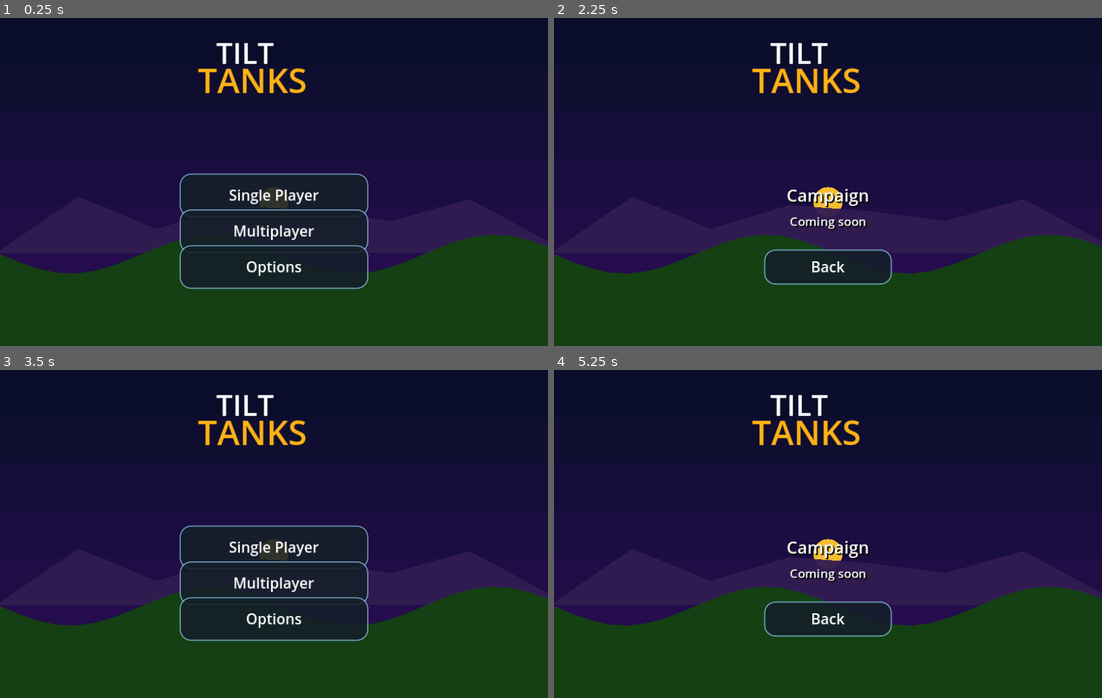
Above: before the commit, frames 1-4 (two rows, left to right).
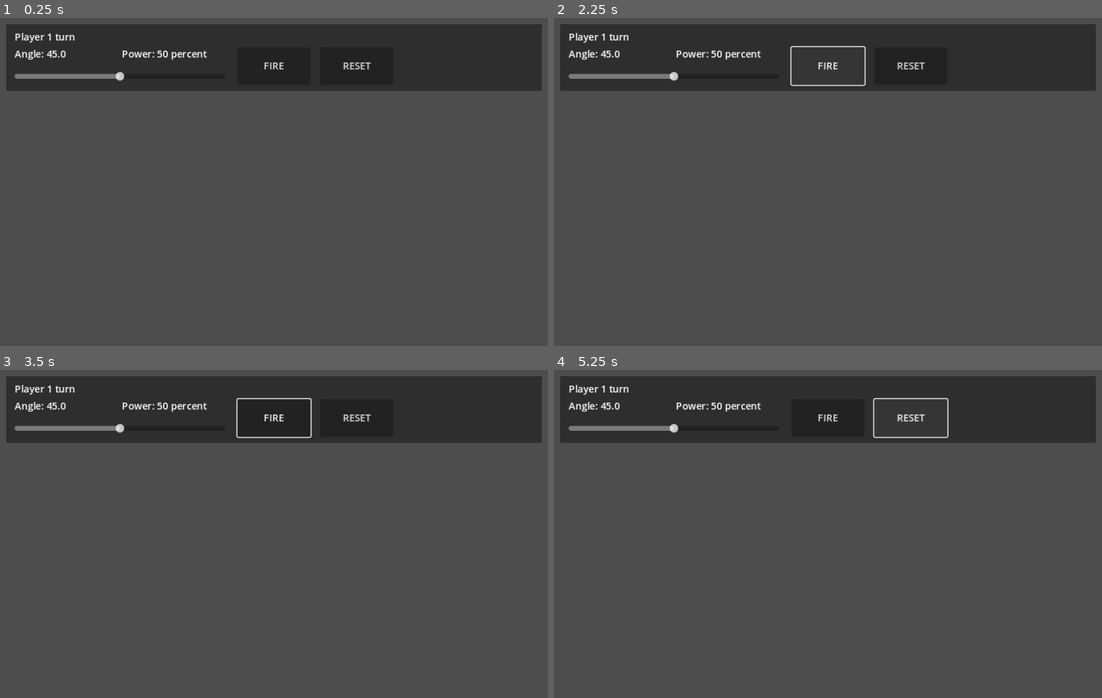
Above: after the commit, the same moments.

Repository: nwrowe/tilt-tanks
Game: Godot game, scene res://scenes/Main.tscn
Two runs of this game, one before a commit and one after it. Both use one fixed random seed, a clock stepped at 60 frames per second and the inputs below.
Inputs (mouse positions are in pixels of both pictures, inside the frame that each line leads up to):
- Up to frame 1 (0.25 s): no input
- Up to frame 2 (2.25 s): click (828, 195) at 0.5 s, where only the run before the commit has a clickable "Single Player"; click (828, 244) at 1.25 s, where only the run before the commit has a clickable "Campaign"; click (828, 67) at 2 s, where only the run after the commit has a clickable "FIRE"
- Up to frame 3 (3.5 s): click (274, 619) at 2.75 s, where only the run before the commit has a clickable "Back"
- Up to frame 4 (5.25 s): click (828, 547) at 3.5 s, where only the run before the commit has a clickable "Single Player"; click (828, 596) at 4.25 s, where only the run before the commit has a clickable "Campaign"; click (910, 419) at 5 s, where only the run after the commit has a clickable "RESET"

The runs differ from the first frame. In frame 1, 97% of the frame differs, in the area x 0-100%, y 0-100%; in frame 2, 98%; in frame 3, 97%; in frame 4, 99%.
Error after the commit: Parse Error: Could not resolve class "res://scripts/MainHybridModes15.gd". (res://scripts/core/MainGame.gd:1)

Commit message:
Inline MainHybridModes11 and 10 into 12

Diff:
--- a/scripts/MainHybridModes12.gd
+++ b/scripts/MainHybridModes12.gd
@@ -1,4 +1,8 @@
-extends "res://scripts/MainHybridModes11.gd"
+extends "res://scripts/MainHybridModes9.gd"
+
+# Consolidated compatibility layer while flattening the legacy chain.
+# MainHybridModes11.gd and MainHybridModes10.gd have been folded into this file
+# so the active chain now skips them.
 
 const SNOW_LINE_Y: float = 315.0
 const SNOW_UPHILL_BLOCK_SLOPE: float = 0.58
@@ -6,6 +10,19 @@
 const SNOW_SLIDE_SPEED: float = 70.0
 const SNOW_DRIVE_MULT: float = 0.72
 const SNOW_EDGE_WIDTH: float = 7.0
+
+const VAR_TERRAIN_MIN_Y: float = 245.0
+const VAR_TERRAIN_MAX_Y: float = 560.0
+const VAR_START_MIN_Y: float = 390.0
+const VAR_START_MAX_Y: float = 500.0
+const VAR_CONTROL_SPACING_MIN: float = 58.0
+const VAR_CONTROL_SPACING_MAX: float = 108.0
+const VAR_SLOPE_KICK: float = 150.0
+const VAR_DETAIL_WAVE_AMOUNT: float = 17.0
+
+const WATER_CONNECTED_MARGIN: float = 2.0
+const WATER_DRIVE_SPEED_MULT: float = 0.42
+const WATER_FLOAT_TANK_SUBMERGENCE: float = 0.50
 
 func _ready() -> void:
 	super._ready()
@@ -119,7 +136,6 @@
 
 	var slope: float = _terrain_slope_at_x(x)
 	var blocked: bool = false
-	# Positive slope means downhill to the right; negative means downhill to the left.
 	var downhill_direction: float = signf(slope)
 	var moving_uphill: bool = input_direction != 0.0 and signf(input_direction) == -downhill_direction and absf(slope) > SNOW_UPHILL_BLOCK_SLOPE
 	if moving_uphill:

### INSTRUCTIONS TO FOLLOW
Print the lines from the beginning of the records up to and including the line containing "const SNOW_LINE_Y: float = 315.0", word for word, with no pictures.

### RESPONSE TO THIS TASK
Above: before the commit, frames 1-4 (two rows, left to right).
Above: after the commit, the same moments.

Repository: nwrowe/tilt-tanks
Game: Godot game, scene res://scenes/Main.tscn
Two runs of this game, one before a commit and one after it. Both use one fixed random seed, a clock stepped at 60 frames per second and the inputs below.
Inputs (mouse positions are in pixels of both pictures, inside the frame that each line leads up to):
- Up to frame 1 (0.25 s): no input
- Up to frame 2 (2.25 s): click (828, 195) at 0.5 s, where only the run before the commit has a clickable "Single Player"; click (828, 244) at 1.25 s, where only the run before the commit has a clickable "Campaign"; click (828, 67) at 2 s, where only the run after the commit has a clickable "FIRE"
- Up to frame 3 (3.5 s): click (274, 619) at 2.75 s, where only the run before the commit has a clickable "Back"
- Up to frame 4 (5.25 s): click (828, 547) at 3.5 s, where only the run before the commit has a clickable "Single Player"; click (828, 596) at 4.25 s, where only the run before the commit has a clickable "Campaign"; click (910, 419) at 5 s, where only the run after the commit has a clickable "RESET"

The runs differ from the first frame. In frame 1, 97% of the frame differs, in the area x 0-100%, y 0-100%; in frame 2, 98%; in frame 3, 97%; in frame 4, 99%.
Error after the commit: Parse Error: Could not resolve class "res://scripts/MainHybridModes15.gd". (res://scripts/core/MainGame.gd:1)

Commit message:
Inline MainHybridModes11 and 10 into 12

Diff:
--- a/scripts/MainHybridModes12.gd
+++ b/scripts/MainHybridModes12.gd
@@ -1,4 +1,8 @@
-extends "res://scripts/MainHybridModes11.gd"
+extends "res://scripts/MainHybridModes9.gd"
+
+# Consolidated compatibility layer while flattening the legacy chain.
+# MainHybridModes11.gd and MainHybridModes10.gd have been folded into this file
+# so the active chain now skips them.
 
 const SNOW_LINE_Y: float = 315.0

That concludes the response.